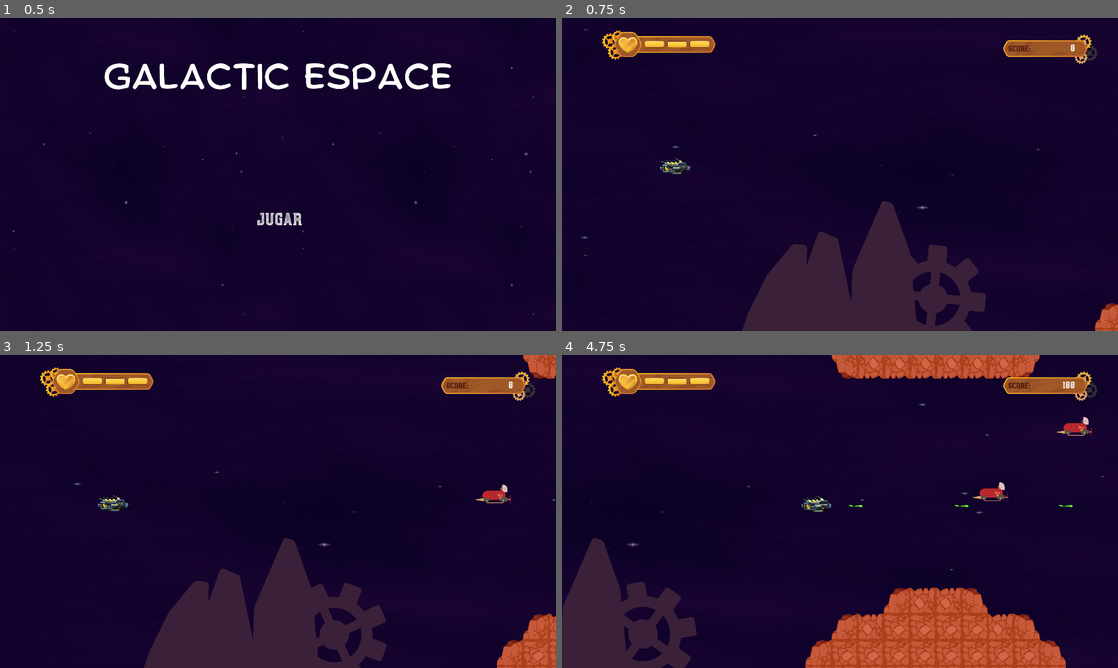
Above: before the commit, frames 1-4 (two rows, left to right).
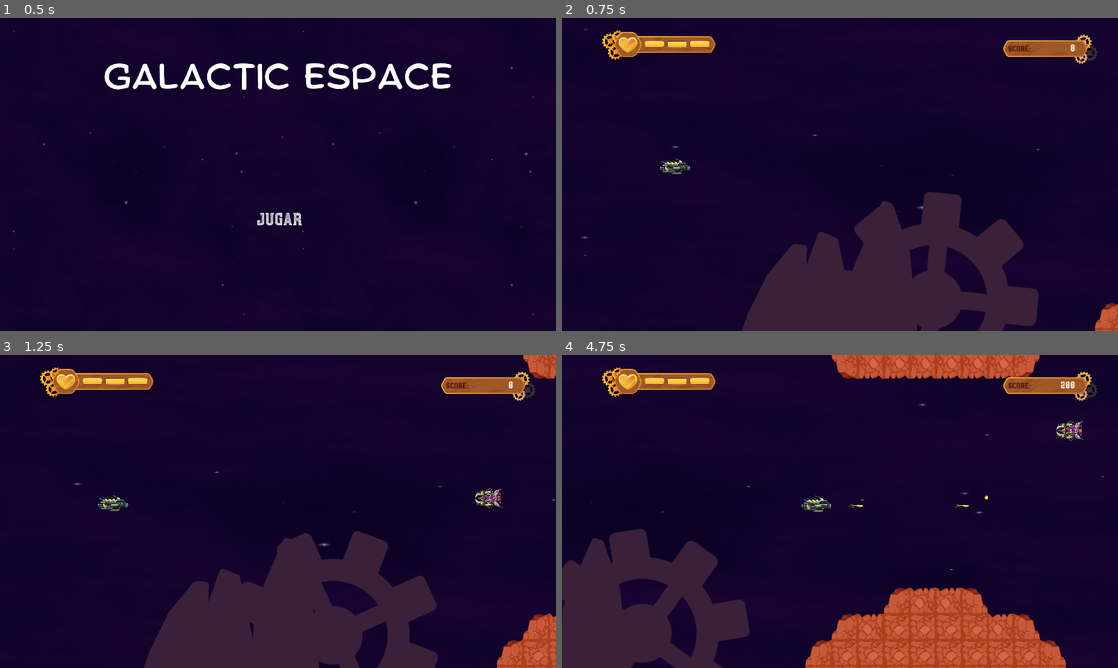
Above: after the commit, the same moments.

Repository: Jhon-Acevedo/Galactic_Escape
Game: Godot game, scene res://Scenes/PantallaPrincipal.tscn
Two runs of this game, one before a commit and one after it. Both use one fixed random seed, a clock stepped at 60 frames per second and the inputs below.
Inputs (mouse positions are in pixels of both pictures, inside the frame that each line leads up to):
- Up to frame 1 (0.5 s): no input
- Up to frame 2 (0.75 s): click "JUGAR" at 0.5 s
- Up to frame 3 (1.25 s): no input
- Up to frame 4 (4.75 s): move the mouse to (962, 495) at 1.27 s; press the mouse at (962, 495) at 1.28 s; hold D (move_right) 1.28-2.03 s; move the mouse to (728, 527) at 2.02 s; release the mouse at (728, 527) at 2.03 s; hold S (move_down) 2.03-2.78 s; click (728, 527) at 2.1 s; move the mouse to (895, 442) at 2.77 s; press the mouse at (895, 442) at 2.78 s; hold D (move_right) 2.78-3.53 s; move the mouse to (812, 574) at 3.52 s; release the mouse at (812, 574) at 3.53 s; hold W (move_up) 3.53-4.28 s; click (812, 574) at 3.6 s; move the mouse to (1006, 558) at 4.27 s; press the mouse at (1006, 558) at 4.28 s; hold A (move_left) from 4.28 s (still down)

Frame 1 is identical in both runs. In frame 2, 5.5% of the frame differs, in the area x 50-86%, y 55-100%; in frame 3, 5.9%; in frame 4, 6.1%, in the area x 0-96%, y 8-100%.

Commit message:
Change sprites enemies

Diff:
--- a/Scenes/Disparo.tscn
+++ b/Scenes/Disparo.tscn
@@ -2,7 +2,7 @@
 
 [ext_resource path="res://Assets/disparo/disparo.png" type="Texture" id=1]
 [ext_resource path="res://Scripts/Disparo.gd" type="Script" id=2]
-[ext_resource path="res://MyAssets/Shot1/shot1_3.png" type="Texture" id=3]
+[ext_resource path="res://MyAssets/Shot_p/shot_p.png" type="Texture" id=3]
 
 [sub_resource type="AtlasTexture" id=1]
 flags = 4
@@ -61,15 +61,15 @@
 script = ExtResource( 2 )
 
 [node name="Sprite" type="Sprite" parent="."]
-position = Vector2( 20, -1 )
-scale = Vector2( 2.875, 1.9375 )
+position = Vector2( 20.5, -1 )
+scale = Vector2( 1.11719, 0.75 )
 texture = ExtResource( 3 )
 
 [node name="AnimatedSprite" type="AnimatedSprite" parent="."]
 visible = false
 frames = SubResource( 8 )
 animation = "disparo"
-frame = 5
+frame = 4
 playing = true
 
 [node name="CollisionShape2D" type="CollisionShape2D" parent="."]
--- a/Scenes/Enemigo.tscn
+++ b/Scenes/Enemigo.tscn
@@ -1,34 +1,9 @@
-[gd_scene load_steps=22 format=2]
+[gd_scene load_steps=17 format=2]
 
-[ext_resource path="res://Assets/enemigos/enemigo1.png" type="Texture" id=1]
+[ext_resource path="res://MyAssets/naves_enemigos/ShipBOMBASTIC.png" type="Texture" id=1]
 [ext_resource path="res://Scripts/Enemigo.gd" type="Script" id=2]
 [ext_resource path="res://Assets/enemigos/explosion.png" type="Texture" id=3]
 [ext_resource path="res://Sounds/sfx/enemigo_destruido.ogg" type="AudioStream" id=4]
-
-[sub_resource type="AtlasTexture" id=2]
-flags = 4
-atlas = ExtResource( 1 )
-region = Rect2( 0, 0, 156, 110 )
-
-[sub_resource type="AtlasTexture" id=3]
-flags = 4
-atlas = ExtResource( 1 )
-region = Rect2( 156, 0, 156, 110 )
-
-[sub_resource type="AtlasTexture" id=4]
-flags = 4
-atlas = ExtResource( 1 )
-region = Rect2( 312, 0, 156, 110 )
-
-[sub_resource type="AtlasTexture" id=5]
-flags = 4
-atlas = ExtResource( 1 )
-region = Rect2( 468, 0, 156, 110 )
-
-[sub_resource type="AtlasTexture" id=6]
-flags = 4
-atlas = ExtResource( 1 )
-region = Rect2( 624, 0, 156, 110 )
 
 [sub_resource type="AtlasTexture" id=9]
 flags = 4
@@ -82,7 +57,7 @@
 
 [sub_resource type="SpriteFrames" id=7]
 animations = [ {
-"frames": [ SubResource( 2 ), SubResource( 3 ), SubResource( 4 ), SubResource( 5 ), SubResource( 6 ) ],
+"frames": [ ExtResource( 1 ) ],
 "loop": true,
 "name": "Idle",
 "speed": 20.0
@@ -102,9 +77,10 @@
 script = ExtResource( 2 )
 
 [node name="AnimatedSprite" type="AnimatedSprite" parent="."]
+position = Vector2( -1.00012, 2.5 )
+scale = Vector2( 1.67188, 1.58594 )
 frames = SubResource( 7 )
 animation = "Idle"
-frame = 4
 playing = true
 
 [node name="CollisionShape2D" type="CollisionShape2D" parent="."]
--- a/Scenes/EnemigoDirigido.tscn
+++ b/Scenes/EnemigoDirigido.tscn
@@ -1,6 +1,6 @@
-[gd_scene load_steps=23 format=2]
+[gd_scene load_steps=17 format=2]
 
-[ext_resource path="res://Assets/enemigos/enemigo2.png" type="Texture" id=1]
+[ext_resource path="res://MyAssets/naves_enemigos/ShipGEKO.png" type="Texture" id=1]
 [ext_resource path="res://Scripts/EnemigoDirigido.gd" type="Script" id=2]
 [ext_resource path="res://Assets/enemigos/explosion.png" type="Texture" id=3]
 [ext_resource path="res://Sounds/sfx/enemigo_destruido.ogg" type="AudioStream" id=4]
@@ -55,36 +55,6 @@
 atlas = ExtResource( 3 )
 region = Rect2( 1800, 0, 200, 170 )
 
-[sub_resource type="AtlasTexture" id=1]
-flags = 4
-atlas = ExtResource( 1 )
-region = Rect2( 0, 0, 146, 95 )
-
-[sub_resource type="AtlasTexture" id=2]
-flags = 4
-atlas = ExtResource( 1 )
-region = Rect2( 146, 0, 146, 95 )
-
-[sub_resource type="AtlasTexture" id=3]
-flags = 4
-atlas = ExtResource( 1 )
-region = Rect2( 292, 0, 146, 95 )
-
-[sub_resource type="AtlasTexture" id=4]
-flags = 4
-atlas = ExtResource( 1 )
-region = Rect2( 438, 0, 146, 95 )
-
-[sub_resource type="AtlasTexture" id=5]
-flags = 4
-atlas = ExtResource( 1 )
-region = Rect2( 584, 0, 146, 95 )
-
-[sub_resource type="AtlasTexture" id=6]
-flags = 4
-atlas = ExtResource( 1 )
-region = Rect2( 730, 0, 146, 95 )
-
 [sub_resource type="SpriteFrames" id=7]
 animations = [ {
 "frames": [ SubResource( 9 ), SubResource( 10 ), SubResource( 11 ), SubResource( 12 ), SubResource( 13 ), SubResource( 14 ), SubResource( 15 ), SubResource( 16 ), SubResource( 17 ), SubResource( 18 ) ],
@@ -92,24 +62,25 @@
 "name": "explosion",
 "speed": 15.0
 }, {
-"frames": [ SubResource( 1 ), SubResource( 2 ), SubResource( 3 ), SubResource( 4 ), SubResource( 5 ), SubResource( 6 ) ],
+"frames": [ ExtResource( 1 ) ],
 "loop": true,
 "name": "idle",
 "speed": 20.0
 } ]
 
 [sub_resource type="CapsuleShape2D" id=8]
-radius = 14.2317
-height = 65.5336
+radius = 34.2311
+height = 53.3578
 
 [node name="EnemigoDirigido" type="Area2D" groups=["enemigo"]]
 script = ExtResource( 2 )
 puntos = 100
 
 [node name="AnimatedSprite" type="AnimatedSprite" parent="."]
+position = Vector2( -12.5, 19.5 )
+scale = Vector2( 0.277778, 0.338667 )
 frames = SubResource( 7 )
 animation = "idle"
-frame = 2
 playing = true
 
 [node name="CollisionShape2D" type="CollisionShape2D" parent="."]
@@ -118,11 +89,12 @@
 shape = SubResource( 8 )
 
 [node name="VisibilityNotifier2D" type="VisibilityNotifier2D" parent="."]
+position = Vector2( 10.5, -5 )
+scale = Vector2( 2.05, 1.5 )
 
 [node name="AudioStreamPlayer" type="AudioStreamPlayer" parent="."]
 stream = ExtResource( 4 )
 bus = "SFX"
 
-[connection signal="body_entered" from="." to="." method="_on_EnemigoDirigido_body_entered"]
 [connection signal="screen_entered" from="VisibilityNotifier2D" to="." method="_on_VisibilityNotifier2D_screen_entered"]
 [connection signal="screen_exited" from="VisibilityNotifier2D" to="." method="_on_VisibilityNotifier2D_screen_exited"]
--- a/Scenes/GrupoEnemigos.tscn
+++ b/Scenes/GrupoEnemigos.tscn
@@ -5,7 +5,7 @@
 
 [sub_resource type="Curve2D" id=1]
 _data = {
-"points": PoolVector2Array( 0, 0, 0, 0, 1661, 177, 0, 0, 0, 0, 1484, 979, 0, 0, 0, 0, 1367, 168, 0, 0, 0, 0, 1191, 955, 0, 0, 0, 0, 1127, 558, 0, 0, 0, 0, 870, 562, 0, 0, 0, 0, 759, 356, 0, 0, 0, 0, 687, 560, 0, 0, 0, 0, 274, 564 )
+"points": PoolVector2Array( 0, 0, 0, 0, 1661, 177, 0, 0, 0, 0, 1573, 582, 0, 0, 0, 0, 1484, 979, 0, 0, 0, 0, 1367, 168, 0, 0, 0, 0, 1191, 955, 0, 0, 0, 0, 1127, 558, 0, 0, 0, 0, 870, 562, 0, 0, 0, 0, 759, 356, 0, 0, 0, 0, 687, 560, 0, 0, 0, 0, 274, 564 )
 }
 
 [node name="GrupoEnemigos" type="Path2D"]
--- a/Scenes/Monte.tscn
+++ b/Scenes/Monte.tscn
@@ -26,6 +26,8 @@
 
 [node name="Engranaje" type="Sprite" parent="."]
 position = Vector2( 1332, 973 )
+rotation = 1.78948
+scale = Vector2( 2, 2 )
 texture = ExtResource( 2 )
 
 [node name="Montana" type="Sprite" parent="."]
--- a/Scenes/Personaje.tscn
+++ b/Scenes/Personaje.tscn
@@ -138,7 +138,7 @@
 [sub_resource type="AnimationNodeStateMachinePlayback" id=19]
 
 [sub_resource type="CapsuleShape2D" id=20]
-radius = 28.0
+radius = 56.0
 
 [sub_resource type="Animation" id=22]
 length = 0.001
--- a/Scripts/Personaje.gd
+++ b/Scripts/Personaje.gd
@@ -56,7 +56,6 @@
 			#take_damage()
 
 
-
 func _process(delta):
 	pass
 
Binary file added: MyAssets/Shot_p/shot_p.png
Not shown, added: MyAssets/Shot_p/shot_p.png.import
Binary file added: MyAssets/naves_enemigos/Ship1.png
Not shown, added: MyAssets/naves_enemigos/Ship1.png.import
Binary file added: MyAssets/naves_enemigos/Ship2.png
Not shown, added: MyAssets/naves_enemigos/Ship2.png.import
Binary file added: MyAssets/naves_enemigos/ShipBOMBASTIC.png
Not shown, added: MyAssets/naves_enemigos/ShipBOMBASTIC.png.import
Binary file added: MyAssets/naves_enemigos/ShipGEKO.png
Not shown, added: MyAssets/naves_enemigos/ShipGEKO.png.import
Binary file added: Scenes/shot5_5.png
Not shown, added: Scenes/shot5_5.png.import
· · ·
■ **What is required**:
A complete answer gives every line of the records holding "game".

■ **Result of this exercise**:
Game: Godot game, scene res://Scenes/PantallaPrincipal.tscn
Two runs of this game, one before a commit and one after it. Both use one fixed random seed, a clock stepped at 60 frames per second and the inputs below.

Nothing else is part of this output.